INFORMATION REGARDING FIDUCIARY CONTRACTS AND THEIR LEGAL SPECIFICITIES
Journal Title: Challenges of the knowledge society ( Provocari ale societatii cunoasterii ) - Year 2018, Vol 10, Issue 12
Abstract
The sources of the fiducia are the law and the contract concluded in authentic form. Fiducia must be express and its running by an unilateral act or by judicial way is excluded. The fiduciary contract is an act conveyancing the ownership title, it is onerous, synallagmatic, commutative, intuitu personae and solemn. The fiduciary contract is the contract by which a party (the settlor), transmits as a trust to the other party (the trustee) goods and rights for the exploitation thereof for a determined purpose.

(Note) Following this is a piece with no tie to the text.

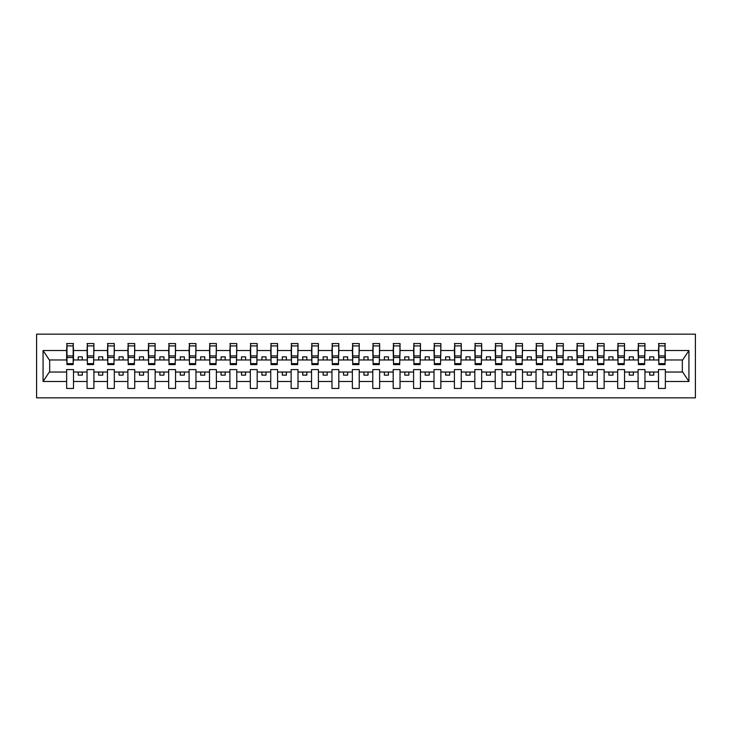 <?xml version="1.0" encoding="UTF-8"?>
<svg xmlns="http://www.w3.org/2000/svg" width="732" height="732" viewBox="0 0 732 732"><rect width="100%" height="100%" fill="white"/><g stroke="black" fill="none" stroke-linecap="round" stroke-linejoin="round"><path stroke-width="1.1" d="M36.6 397.842L695.4 397.842L695.4 334.158L36.6 334.158L36.6 397.842M665.031 362.404L665.361 359.961L682.672 359.961L688.931 350.527L688.931 381.473L665.361 381.473L665.361 369.596L658.498 369.596L658.498 372.039L644.947 372.039L644.947 369.596L638.094 369.596L638.094 372.039L624.542 372.039L624.542 369.596L617.68 369.596L617.68 372.039L604.129 372.039L604.129 369.596L597.275 369.596L597.275 372.039L583.724 372.039L583.724 369.596L576.862 369.596L576.862 372.039L563.311 372.039L563.311 369.596L556.457 369.596L556.457 372.039L542.906 372.039L542.906 369.596L536.044 369.596L536.044 372.039L522.492 372.039L522.492 369.596L515.639 369.596L515.639 372.039L502.088 372.039L502.088 369.596L495.225 369.596L495.225 372.039L481.674 372.039L481.674 369.596L474.821 369.596L474.821 372.039L461.27 372.039L461.27 369.596L454.407 369.596L454.407 372.039L440.856 372.039L440.856 369.596L434.003 369.596L434.003 372.039L420.452 372.039L420.452 369.596L413.589 369.596L413.589 372.039L400.038 372.039L400.038 369.596L393.185 369.596L393.185 372.039L379.633 372.039L379.633 369.596L372.78 369.596L372.78 372.039L359.22 372.039L359.22 369.596L352.367 369.596L352.367 372.039L338.815 372.039L338.815 369.596L331.962 369.596L331.962 372.039L318.411 372.039L318.411 369.596L311.548 369.596L311.548 372.039L297.997 372.039L297.997 369.596L291.144 369.596L291.144 372.039L277.593 372.039L277.593 369.596L270.73 369.596L270.73 372.039L257.179 372.039L257.179 369.596L250.326 369.596L250.326 372.039L236.775 372.039L236.775 369.596L229.912 369.596L229.912 372.039L216.361 372.039L216.361 369.596L209.508 369.596L209.508 372.039L195.956 372.039L195.956 369.596L189.094 369.596L189.094 372.039L175.543 372.039L175.543 369.596L168.689 369.596L168.689 372.039L155.138 372.039L155.138 369.596L148.276 369.596L148.276 372.039L134.725 372.039L134.725 369.596L127.871 369.596L127.871 372.039L114.32 372.039L114.32 369.596L107.458 369.596L107.458 372.039L93.906 372.039L93.906 369.596L87.053 369.596L87.053 372.039L73.502 372.039L73.502 369.596L66.639 369.596L66.639 372.039L49.328 372.039L43.069 381.473L43.069 350.527L49.328 359.961L66.639 359.961L66.639 350.527L43.069 350.527M665.361 381.473L665.361 388.454L658.498 388.454L658.498 372.039M658.498 381.473L644.947 381.473L644.947 388.454L638.094 388.454L638.094 372.039M644.947 381.473L644.947 372.039M638.094 381.473L624.542 381.473L624.542 388.454L617.68 388.454L617.68 372.039M624.542 381.473L624.542 372.039M617.68 381.473L604.129 381.473L604.129 388.454L597.275 388.454L597.275 372.039M604.129 381.473L604.129 372.039M597.275 381.473L583.724 381.473L583.724 388.454L576.862 388.454L576.862 372.039M583.724 381.473L583.724 372.039M576.862 381.473L563.311 381.473L563.311 388.454L556.457 388.454L556.457 372.039M563.311 381.473L563.311 372.039M556.457 381.473L542.906 381.473L542.906 388.454L536.044 388.454L536.044 372.039M542.906 381.473L542.906 372.039M536.044 381.473L522.492 381.473L522.492 388.454L515.639 388.454L515.639 372.039M522.492 381.473L522.492 372.039M515.639 381.473L502.088 381.473L502.088 388.454L495.225 388.454L495.225 372.039M502.088 381.473L502.088 372.039M495.225 381.473L481.674 381.473L481.674 388.454L474.821 388.454L474.821 372.039M481.674 381.473L481.674 372.039M474.821 381.473L461.27 381.473L461.27 388.454L454.407 388.454L454.407 372.039M461.27 381.473L461.27 372.039M454.407 381.473L440.856 381.473L440.856 388.454L434.003 388.454L434.003 372.039M440.856 381.473L440.856 372.039M434.003 381.473L420.452 381.473L420.452 388.454L413.589 388.454L413.589 372.039M420.452 381.473L420.452 372.039M413.589 381.473L400.038 381.473L400.038 388.454L393.185 388.454L393.185 372.039M400.038 381.473L400.038 372.039M393.185 381.473L379.633 381.473L379.633 388.454L372.78 388.454L372.78 372.039M379.633 381.473L379.633 372.039M372.78 381.473L359.22 381.473L359.22 388.454L352.367 388.454L352.367 372.039M359.22 381.473L359.22 372.039M352.367 381.473L338.815 381.473L338.815 388.454L331.962 388.454L331.962 372.039M338.815 381.473L338.815 372.039M331.962 381.473L318.411 381.473L318.411 388.454L311.548 388.454L311.548 372.039M318.411 381.473L318.411 372.039M311.548 381.473L297.997 381.473L297.997 388.454L291.144 388.454L291.144 372.039M297.997 381.473L297.997 372.039M291.144 381.473L277.593 381.473L277.593 388.454L270.73 388.454L270.73 372.039M277.593 381.473L277.593 372.039M270.73 381.473L257.179 381.473L257.179 388.454L250.326 388.454L250.326 372.039M257.179 381.473L257.179 372.039M250.326 381.473L236.775 381.473L236.775 388.454L229.912 388.454L229.912 372.039M236.775 381.473L236.775 372.039M229.912 381.473L216.361 381.473L216.361 388.454L209.508 388.454L209.508 372.039M216.361 381.473L216.361 372.039M209.508 381.473L195.956 381.473L195.956 388.454L189.094 388.454L189.094 372.039M195.956 381.473L195.956 372.039M189.094 381.473L175.543 381.473L175.543 388.454L168.689 388.454L168.689 372.039M175.543 381.473L175.543 372.039M168.689 381.473L155.138 381.473L155.138 388.454L148.276 388.454L148.276 372.039M155.138 381.473L155.138 372.039M148.276 381.473L134.725 381.473L134.725 388.454L127.871 388.454L127.871 372.039M134.725 381.473L134.725 372.039M127.871 381.473L114.32 381.473L114.32 388.454L107.458 388.454L107.458 372.039M114.32 381.473L114.32 372.039M107.458 381.473L93.906 381.473L93.906 388.454L87.053 388.454L87.053 372.039M93.906 381.473L93.906 372.039M658.827 363.63L665.031 363.63L665.031 364.609L658.827 364.609L658.827 343.546L658.498 350.527L644.947 350.527L644.627 362.404M658.827 362.404L658.498 350.527M638.414 363.63L644.627 363.63L644.627 364.609L638.414 364.609L638.414 343.546L638.094 350.527L624.542 350.527L624.213 362.404M638.414 362.404L638.094 350.527M618.009 363.63L624.213 363.63L624.213 364.609L618.009 364.609L618.009 343.546L617.68 350.527L604.129 350.527L603.808 362.404M618.009 362.404L617.68 350.527M597.605 363.63L603.808 363.63L603.808 364.609L597.605 364.609L597.605 343.546L597.275 350.527L583.724 350.527L583.395 362.404M597.605 362.404L597.275 350.527M577.191 363.63L583.395 363.63L583.395 364.609L577.191 364.609L577.191 343.546L576.862 350.527L563.311 350.527L562.99 362.404M577.191 362.404L576.862 350.527M556.787 363.63L562.99 363.63L562.99 364.609L556.787 364.609L556.787 343.546L556.457 350.527L542.906 350.527L542.577 362.404M556.787 362.404L556.457 350.527M536.373 363.63L542.577 363.63L542.577 364.609L536.373 364.609L536.373 343.546L536.044 350.527L522.492 350.527L522.172 362.404M536.373 362.404L536.044 350.527M515.968 363.63L522.172 363.63L522.172 364.609L515.968 364.609L515.968 343.546L515.639 350.527L502.088 350.527L501.759 362.404M515.968 362.404L515.639 350.527M495.555 363.63L501.759 363.63L501.759 364.609L495.555 364.609L495.555 343.546L495.225 350.527L481.674 350.527L481.354 362.404M495.555 362.404L495.225 350.527M475.15 363.63L481.354 363.63L481.354 364.609L475.15 364.609L475.15 343.546L474.821 350.527L461.27 350.527L460.94 362.404M475.15 362.404L474.821 350.527M454.737 363.63L460.94 363.63L460.94 364.609L454.737 364.609L454.737 343.546L454.407 350.527L440.856 350.527L440.536 362.404M454.737 362.404L454.407 350.527M434.332 363.63L440.536 363.63L440.536 364.609L434.332 364.609L434.332 343.546L434.003 350.527L420.452 350.527L420.122 362.404M434.332 362.404L434.003 350.527M413.919 363.63L420.122 363.63L420.122 364.609L413.919 364.609L413.919 343.546L413.589 350.527L400.038 350.527L399.718 362.404M413.919 362.404L413.589 350.527M393.514 363.63L399.718 363.63L399.718 364.609L393.514 364.609L393.514 343.546L393.185 350.527L379.633 350.527L379.304 362.404M393.514 362.404L393.185 350.527M373.1 363.63L379.304 363.63L379.304 364.609L373.1 364.609L373.1 343.546L372.78 350.527L359.22 350.527L358.9 362.404M373.1 362.404L372.78 350.527M352.696 363.63L358.9 363.63L358.9 364.609L352.696 364.609L352.696 343.546L352.367 350.527L338.815 350.527L338.486 362.404M352.696 362.404L352.367 350.527M332.282 363.63L338.486 363.63L338.486 364.609L332.282 364.609L332.282 343.546L331.962 350.527L318.411 350.527L318.081 362.404M332.282 362.404L331.962 350.527M311.878 363.63L318.081 363.63L318.081 364.609L311.878 364.609L311.878 343.546L311.548 350.527L297.997 350.527L297.668 362.404M311.878 362.404L311.548 350.527M291.464 363.63L297.668 363.63L297.668 364.609L291.464 364.609L291.464 343.546L291.144 350.527L277.593 350.527L277.263 362.404M291.464 362.404L291.144 350.527M271.06 363.63L277.263 363.63L277.263 364.609L271.06 364.609L271.06 343.546L270.73 350.527L257.179 350.527L256.85 362.404M271.06 362.404L270.73 350.527M250.646 363.63L256.85 363.63L256.85 364.609L250.646 364.609L250.646 343.546L250.326 350.527L236.775 350.527L236.445 362.404M250.646 362.404L250.326 350.527M230.241 363.63L236.445 363.63L236.445 364.609L230.241 364.609L230.241 343.546L229.912 350.527L216.361 350.527L216.031 362.404M230.241 362.404L229.912 350.527M209.828 363.63L216.031 363.63L216.031 364.609L209.828 364.609L209.828 343.546L209.508 350.527L195.956 350.527L195.627 362.404M209.828 362.404L209.508 350.527M189.423 363.63L195.627 363.63L195.627 364.609L189.423 364.609L189.423 343.546L189.094 350.527L175.543 350.527L175.213 362.404M189.423 362.404L189.094 350.527M169.01 363.63L175.213 363.63L175.213 364.609L169.01 364.609L169.01 343.546L168.689 350.527L155.138 350.527L154.809 362.404M169.01 362.404L168.689 350.527M148.605 363.63L154.809 363.63L154.809 364.609L148.605 364.609L148.605 343.546L148.276 350.527L134.725 350.527L134.395 362.404M148.605 362.404L148.276 350.527M128.191 363.63L134.395 363.63L134.395 364.609L128.191 364.609L128.191 343.546L127.871 350.527L114.32 350.527L113.991 362.404M128.191 362.404L127.871 350.527M107.787 363.63L113.991 363.63L113.991 364.609L107.787 364.609L107.787 343.546L107.458 350.527L93.906 350.527L93.586 362.404M107.787 362.404L107.458 350.527M87.373 363.63L93.586 363.63L93.586 364.609L87.373 364.609L87.373 343.546L87.053 350.527L73.502 350.527L73.173 343.546L73.173 364.609L66.969 364.609L66.969 357.49L73.173 357.49M87.373 362.404L87.053 350.527M87.053 381.473L73.502 381.473L73.502 388.454L66.639 388.454L66.639 372.039M73.502 381.473L73.502 372.039M66.969 357.49L66.969 343.546L66.639 350.527M66.639 359.961L66.969 362.404M665.361 359.961L665.031 343.546L665.031 363.63M638.094 343.546L644.947 343.546L644.947 350.527M617.68 343.546L624.542 343.546L624.542 350.527M597.275 343.546L604.129 343.546L604.129 350.527M576.862 343.546L583.724 343.546L583.724 350.527M556.457 343.546L563.311 343.546L563.311 350.527M536.044 343.546L542.906 343.546L542.906 350.527M515.639 343.546L522.492 343.546L522.492 350.527M495.225 343.546L502.088 343.546L502.088 350.527M474.821 343.546L481.674 343.546L481.674 350.527M454.407 343.546L461.27 343.546L461.27 350.527M434.003 343.546L440.856 343.546L440.856 350.527M413.589 343.546L420.452 343.546L420.452 350.527M393.185 343.546L400.038 343.546L400.038 350.527M372.78 343.546L379.633 343.546L379.633 350.527M352.367 343.546L359.22 343.546L359.22 350.527M331.962 343.546L338.815 343.546L338.815 350.527M311.548 343.546L318.411 343.546L318.411 350.527M291.144 343.546L297.997 343.546L297.997 350.527M270.73 343.546L277.593 343.546L277.593 350.527M250.326 343.546L257.179 343.546L257.179 350.527M229.912 343.546L236.775 343.546L236.775 350.527M209.508 343.546L216.361 343.546L216.361 350.527M189.094 343.546L195.956 343.546L195.956 350.527M168.689 343.546L175.543 343.546L175.543 350.527M148.276 343.546L155.138 343.546L155.138 350.527M127.871 343.546L134.725 343.546L134.725 350.527M107.458 343.546L114.32 343.546L114.32 350.527M87.053 343.546L93.906 343.546L93.906 350.527M688.931 350.527L665.361 350.527M66.639 381.473L43.069 381.473M66.639 343.546L73.502 343.546M658.498 343.546L665.361 343.546M658.498 359.961L653.768 359.961L653.768 356.859L649.687 356.859L649.687 359.961L653.768 359.961M649.687 359.961L644.947 359.961M649.687 372.039L649.687 375.141L653.768 375.141L653.768 372.039M638.094 359.961L633.354 359.961L633.354 356.859L629.273 356.859L629.273 359.961L633.354 359.961M629.273 359.961L624.542 359.961M629.273 372.039L629.273 375.141L633.354 375.141L633.354 372.039M617.68 359.961L612.949 359.961L612.949 356.859L608.868 356.859L608.868 359.961L612.949 359.961M608.868 359.961L604.129 359.961M608.868 372.039L608.868 375.141L612.949 375.141L612.949 372.039M597.275 359.961L592.536 359.961L592.536 356.859L588.455 356.859L588.455 359.961L592.536 359.961M588.455 359.961L583.724 359.961M588.455 372.039L588.455 375.141L592.536 375.141L592.536 372.039M576.862 359.961L572.131 359.961L572.131 356.859L568.05 356.859L568.05 359.961L572.131 359.961M568.05 359.961L563.311 359.961M568.05 372.039L568.05 375.141L572.131 375.141L572.131 372.039M556.457 359.961L551.718 359.961L551.718 356.859L547.637 356.859L547.637 359.961L551.718 359.961M547.637 359.961L542.906 359.961M547.637 372.039L547.637 375.141L551.718 375.141L551.718 372.039M536.044 359.961L531.313 359.961L531.313 356.859L527.232 356.859L527.232 359.961L531.313 359.961M527.232 359.961L522.492 359.961M527.232 372.039L527.232 375.141L531.313 375.141L531.313 372.039M515.639 359.961L510.899 359.961L510.899 356.859L506.818 356.859L506.818 359.961L510.899 359.961M506.818 359.961L502.088 359.961M506.818 372.039L506.818 375.141L510.899 375.141L510.899 372.039M495.225 359.961L490.495 359.961L490.495 356.859L486.414 356.859L486.414 359.961L490.495 359.961M486.414 359.961L481.674 359.961M486.414 372.039L486.414 375.141L490.495 375.141L490.495 372.039M474.821 359.961L470.081 359.961L470.081 356.859L466 356.859L466 359.961L470.081 359.961M466 359.961L461.27 359.961M466 372.039L466 375.141L470.081 375.141L470.081 372.039M454.407 359.961L449.677 359.961L449.677 356.859L445.596 356.859L445.596 359.961L449.677 359.961M445.596 359.961L440.856 359.961M445.596 372.039L445.596 375.141L449.677 375.141L449.677 372.039M434.003 359.961L429.263 359.961L429.263 356.859L425.182 356.859L425.182 359.961L429.263 359.961M425.182 359.961L420.452 359.961M425.182 372.039L425.182 375.141L429.263 375.141L429.263 372.039M413.589 359.961L408.859 359.961L408.859 356.859L404.778 356.859L404.778 359.961L408.859 359.961M404.778 359.961L400.038 359.961M404.778 372.039L404.778 375.141L408.859 375.141L408.859 372.039M393.185 359.961L388.454 359.961L388.454 356.859L384.364 356.859L384.364 359.961L388.454 359.961M384.364 359.961L379.633 359.961M384.364 372.039L384.364 375.141L388.454 375.141L388.454 372.039M372.78 359.961L368.04 359.961L368.04 356.859L363.96 356.859L363.96 359.961L368.04 359.961M363.96 359.961L359.22 359.961M363.96 372.039L363.96 375.141L368.04 375.141L368.04 372.039M352.367 359.961L347.636 359.961L347.636 356.859L343.546 356.859L343.546 359.961L347.636 359.961M343.546 359.961L338.815 359.961M343.546 372.039L343.546 375.141L347.636 375.141L347.636 372.039M331.962 359.961L327.222 359.961L327.222 356.859L323.141 356.859L323.141 359.961L327.222 359.961M323.141 359.961L318.411 359.961M323.141 372.039L323.141 375.141L327.222 375.141L327.222 372.039M311.548 359.961L306.818 359.961L306.818 356.859L302.737 356.859L302.737 359.961L306.818 359.961M302.737 359.961L297.997 359.961M302.737 372.039L302.737 375.141L306.818 375.141L306.818 372.039M291.144 359.961L286.404 359.961L286.404 356.859L282.323 356.859L282.323 359.961L286.404 359.961M282.323 359.961L277.593 359.961M282.323 372.039L282.323 375.141L286.404 375.141L286.404 372.039M270.73 359.961L266 359.961L266 356.859L261.919 356.859L261.919 359.961L266 359.961M261.919 359.961L257.179 359.961M261.919 372.039L261.919 375.141L266 375.141L266 372.039M250.326 359.961L245.586 359.961L245.586 356.859L241.505 356.859L241.505 359.961L245.586 359.961M241.505 359.961L236.775 359.961M241.505 372.039L241.505 375.141L245.586 375.141L245.586 372.039M229.912 359.961L225.181 359.961L225.181 356.859L221.101 356.859L221.101 359.961L225.181 359.961M221.101 359.961L216.361 359.961M221.101 372.039L221.101 375.141L225.181 375.141L225.181 372.039M209.508 359.961L204.768 359.961L204.768 356.859L200.687 356.859L200.687 359.961L204.768 359.961M200.687 359.961L195.956 359.961M200.687 372.039L200.687 375.141L204.768 375.141L204.768 372.039M189.094 359.961L184.363 359.961L184.363 356.859L180.282 356.859L180.282 359.961L184.363 359.961M180.282 359.961L175.543 359.961M180.282 372.039L180.282 375.141L184.363 375.141L184.363 372.039M168.689 359.961L163.95 359.961L163.95 356.859L159.869 356.859L159.869 359.961L163.95 359.961M159.869 359.961L155.138 359.961M159.869 372.039L159.869 375.141L163.95 375.141L163.95 372.039M148.276 359.961L143.545 359.961L143.545 356.859L139.464 356.859L139.464 359.961L143.545 359.961M139.464 359.961L134.725 359.961M139.464 372.039L139.464 375.141L143.545 375.141L143.545 372.039M127.871 359.961L123.132 359.961L123.132 356.859L119.051 356.859L119.051 359.961L123.132 359.961M119.051 359.961L114.32 359.961M119.051 372.039L119.051 375.141L123.132 375.141L123.132 372.039M107.458 359.961L102.727 359.961L102.727 356.859L98.646 356.859L98.646 359.961L102.727 359.961M98.646 359.961L93.906 359.961M98.646 372.039L98.646 375.141L102.727 375.141L102.727 372.039M87.053 359.961L82.313 359.961L82.313 356.859L78.233 356.859L78.233 359.961L82.313 359.961M78.233 359.961L73.502 359.961L73.502 350.527M78.233 372.039L78.233 375.141L82.313 375.141L82.313 372.039M73.502 359.961L73.173 362.404M688.931 381.473L682.672 372.039L665.361 372.039M49.666 359.961L49.666 372.039M682.334 372.039L682.334 359.961M66.969 355.908L73.173 355.908M93.906 343.546L93.586 363.63M87.373 357.49L93.586 357.49M87.373 355.908L93.586 355.908M114.32 343.546L113.991 363.63M107.787 357.49L113.991 357.49M107.787 355.908L113.991 355.908M134.725 343.546L134.395 363.63M128.191 357.49L134.395 357.49M128.191 355.908L134.395 355.908M155.138 343.546L154.809 363.63M148.605 357.49L154.809 357.49M148.605 355.908L154.809 355.908M175.543 343.546L175.213 363.63M169.01 357.49L175.213 357.49M169.01 355.908L175.213 355.908M195.956 343.546L195.627 363.63M189.423 357.49L195.627 357.49M189.423 355.908L195.627 355.908M216.361 343.546L216.031 363.63M209.828 357.49L216.031 357.49M209.828 355.908L216.031 355.908M236.775 343.546L236.445 363.63M230.241 357.49L236.445 357.49M230.241 355.908L236.445 355.908M257.179 343.546L256.85 363.63M250.646 357.49L256.85 357.49M250.646 355.908L256.85 355.908M277.593 343.546L277.263 363.63M271.06 357.49L277.263 357.49M271.06 355.908L277.263 355.908M297.997 343.546L297.668 363.63M291.464 357.49L297.668 357.49M291.464 355.908L297.668 355.908M318.411 343.546L318.081 363.63M311.878 357.49L318.081 357.49M311.878 355.908L318.081 355.908M338.815 343.546L338.486 363.63M332.282 357.49L338.486 357.49M332.282 355.908L338.486 355.908M359.22 343.546L358.9 363.63M352.696 357.49L358.9 357.49M352.696 355.908L358.9 355.908M379.633 343.546L379.304 363.63M373.1 357.49L379.304 357.49M373.1 355.908L379.304 355.908M400.038 343.546L399.718 363.63M393.514 357.49L399.718 357.49M393.514 355.908L399.718 355.908M420.452 343.546L420.122 363.63M413.919 357.49L420.122 357.49M413.919 355.908L420.122 355.908M440.856 343.546L440.536 363.63M434.332 357.49L440.536 357.49M434.332 355.908L440.536 355.908M461.27 343.546L460.94 363.63M454.737 357.49L460.94 357.49M454.737 355.908L460.94 355.908M481.674 343.546L481.354 363.63M475.15 357.49L481.354 357.49M475.15 355.908L481.354 355.908M502.088 343.546L501.759 363.63M495.555 357.49L501.759 357.49M495.555 355.908L501.759 355.908M522.492 343.546L522.172 363.63M515.968 357.49L522.172 357.49M515.968 355.908L522.172 355.908M542.906 343.546L542.577 363.63M536.373 357.49L542.577 357.49M536.373 355.908L542.577 355.908M563.311 343.546L562.99 363.63M556.787 357.49L562.99 357.49M556.787 355.908L562.99 355.908M583.724 343.546L583.395 363.63M577.191 357.49L583.395 357.49M577.191 355.908L583.395 355.908M604.129 343.546L603.808 363.63M597.605 357.49L603.808 357.49M597.605 355.908L603.808 355.908M624.542 343.546L624.213 363.63M618.009 357.49L624.213 357.49M618.009 355.908L624.213 355.908M644.947 343.546L644.627 363.63M638.414 357.49L644.627 357.49M638.414 355.908L644.627 355.908M658.827 357.49L665.031 357.49M658.827 355.908L665.031 355.908M66.969 363.63L73.173 363.63M66.969 345.916L73.173 345.916M87.373 345.916L93.586 345.916M107.787 345.916L113.991 345.916M128.191 345.916L134.395 345.916M148.605 345.916L154.809 345.916M169.01 345.916L175.213 345.916M189.423 345.916L195.627 345.916M209.828 345.916L216.031 345.916M230.241 345.916L236.445 345.916M250.646 345.916L256.85 345.916M271.06 345.916L277.263 345.916M291.464 345.916L297.668 345.916M311.878 345.916L318.081 345.916M332.282 345.916L338.486 345.916M352.696 345.916L358.9 345.916M373.1 345.916L379.304 345.916M393.514 345.916L399.718 345.916M413.919 345.916L420.122 345.916M434.332 345.916L440.536 345.916M454.737 345.916L460.94 345.916M475.15 345.916L481.354 345.916M495.555 345.916L501.759 345.916M515.968 345.916L522.172 345.916M536.373 345.916L542.577 345.916M556.787 345.916L562.99 345.916M577.191 345.916L583.395 345.916M597.605 345.916L603.808 345.916M618.009 345.916L624.213 345.916M638.414 345.916L644.627 345.916M658.827 345.916L665.031 345.916"/></g></svg>

Therefore, according to the provisions of the Civil Code in force, the parties to the fiduciary contract are the settlor (settlors) and the trustee (trustees). As one shall notice during out study, the beneficiary(-ies), the third party mentioned in the legal text defining the notion of fiducia, is not regarded as a party to the fiduciary contract. According to the author, the object of the fiducia supposes three successive stages of the complex contractual procedure: the transfer of patrimony rights from the settlor to the trustee, the actual management of the patrimony mass in the beneficiary’s favor, the transfer of the profit to the beneficiary, once or in successive stages. From the point of view of its legal nature, fiducia is a legal operation having as object the transfer of the property, receivable, security or other patrimony rights, whether existing or future, or a combination of such rights, to one or several trustees, exerting them in order to fulfill a determined purpose, in the favor or one or several beneficiaries. All these rights set up an patrimony mass distinct from the trustees’ other patrimony rights and obligations. As one could notice during the study, the fiduciary contract must comprise, under the sanction of absolute nullity, the following elements: real rights, receivable rights, guarantees and any other patrimonial rights transferred. In this regard, the transferred rights must be described in the fiduciary contract, by clearly indicating all identification elements; the period of the transfer, which cannot exceed 33 years as of the date of its conclusion; the identity of the settlor or settlors; the identity of the trustee or trustees; the identity of the beneficiary or beneficiaries or at least the rules allowing the determination thereof; the purpose of the fiducia and the scope of the powers of administration and disposition of the trustee or of the trustees.